======== MATERIALS PROVIDED ========

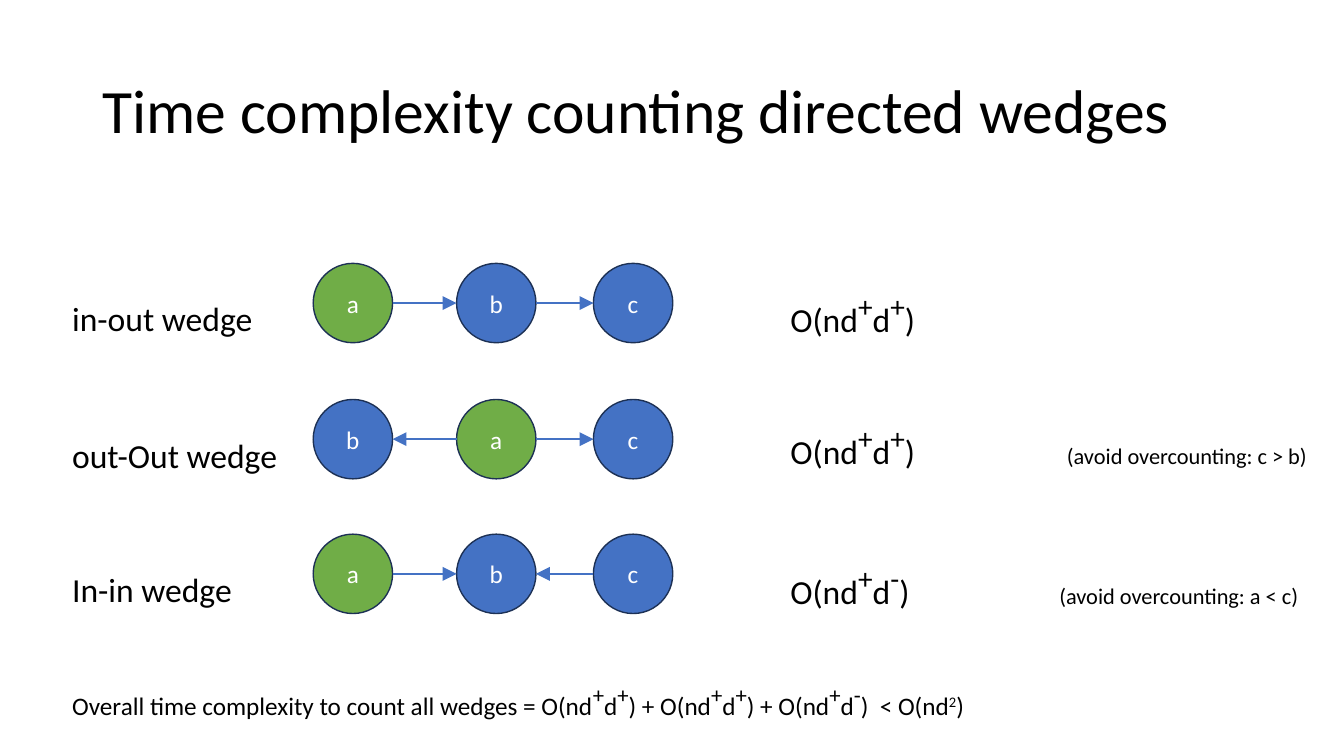
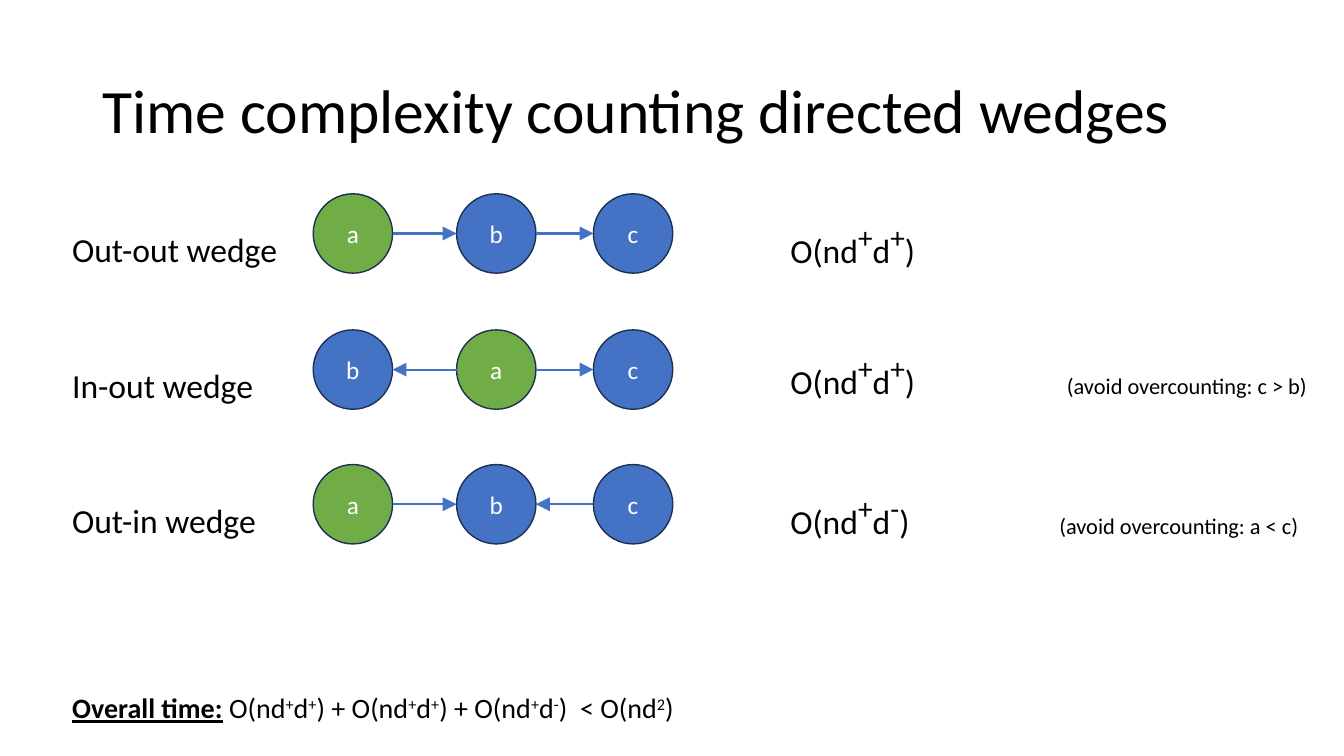
Before and after one commit to samwindels/gradco, a slide deck: slide 27 of presentation.pptx (slide 29 before the commit). Drawn at 1344x756 pixels with LibreOffice and Linux fonts; fonts in the diff are those of the drawing. Boxes give left, top, right and bottom in pixels: in the first picture for what was removed or moved away, otherwise in the second. Text is boxed around its words. In the diff, an @@ line names an element or a change of style, - is before the commit and + after.

```diff
--- a/presentation.pptx
+++ b/presentation.pptx
@@ text at (72,238,277,268): text changed @@
-in-out wedge
+Out-out wedge
@@ text at (72,374,253,404): text changed @@
-out-Out wedge
+In-out wedge
@@ text at (72,509,255,539): text changed @@
-In-in wedge
+Out-in wedge
@@ 9 ellipses, 6 arrows, 3 texts: place and size @@
-9 ellipses, 6 arrows, 3 texts at (314,263,1306,614)
+9 ellipses, 6 arrows, 3 texts at (314,194,1306,544)
@@ text at (72,697,657,723): text changed; size 18 to 20 pt @@
-Overall time complexity to count all wedges = O(nd+d+) + O(nd+d+) + O(nd+d-) < O(nd2)
+Overall time: O(nd+d+) + O(nd+d+) + O(nd+d-) < O(nd2)
```
Also in this commit, not shown: 23 other slides changed, 2 slides added.

========

TASK STATEMENT: Please retype every record shown above, exactly as written, but without pictures.

EXERCISE SOLUTION:
Before and after one commit to samwindels/gradco, a slide deck: slide 27 of presentation.pptx (slide 29 before the commit). Drawn at 1344x756 pixels with LibreOffice and Linux fonts; fonts in the diff are those of the drawing. Boxes give left, top, right and bottom in pixels: in the first picture for what was removed or moved away, otherwise in the second. Text is boxed around its words. In the diff, an @@ line names an element or a change of style, - is before the commit and + after.

```diff
--- a/presentation.pptx
+++ b/presentation.pptx
@@ text at (72,238,277,268): text changed @@
-in-out wedge
+Out-out wedge
@@ text at (72,374,253,404): text changed @@
-out-Out wedge
+In-out wedge
@@ text at (72,509,255,539): text changed @@
-In-in wedge
+Out-in wedge
@@ 9 ellipses, 6 arrows, 3 texts: place and size @@
-9 ellipses, 6 arrows, 3 texts at (314,263,1306,614)
+9 ellipses, 6 arrows, 3 texts at (314,194,1306,544)
@@ text at (72,697,657,723): text changed; size 18 to 20 pt @@
-Overall time complexity to count all wedges = O(nd+d+) + O(nd+d+) + O(nd+d-) < O(nd2)
+Overall time: O(nd+d+) + O(nd+d+) + O(nd+d-) < O(nd2)
```
Also in this commit, not shown: 23 other slides changed, 2 slides added.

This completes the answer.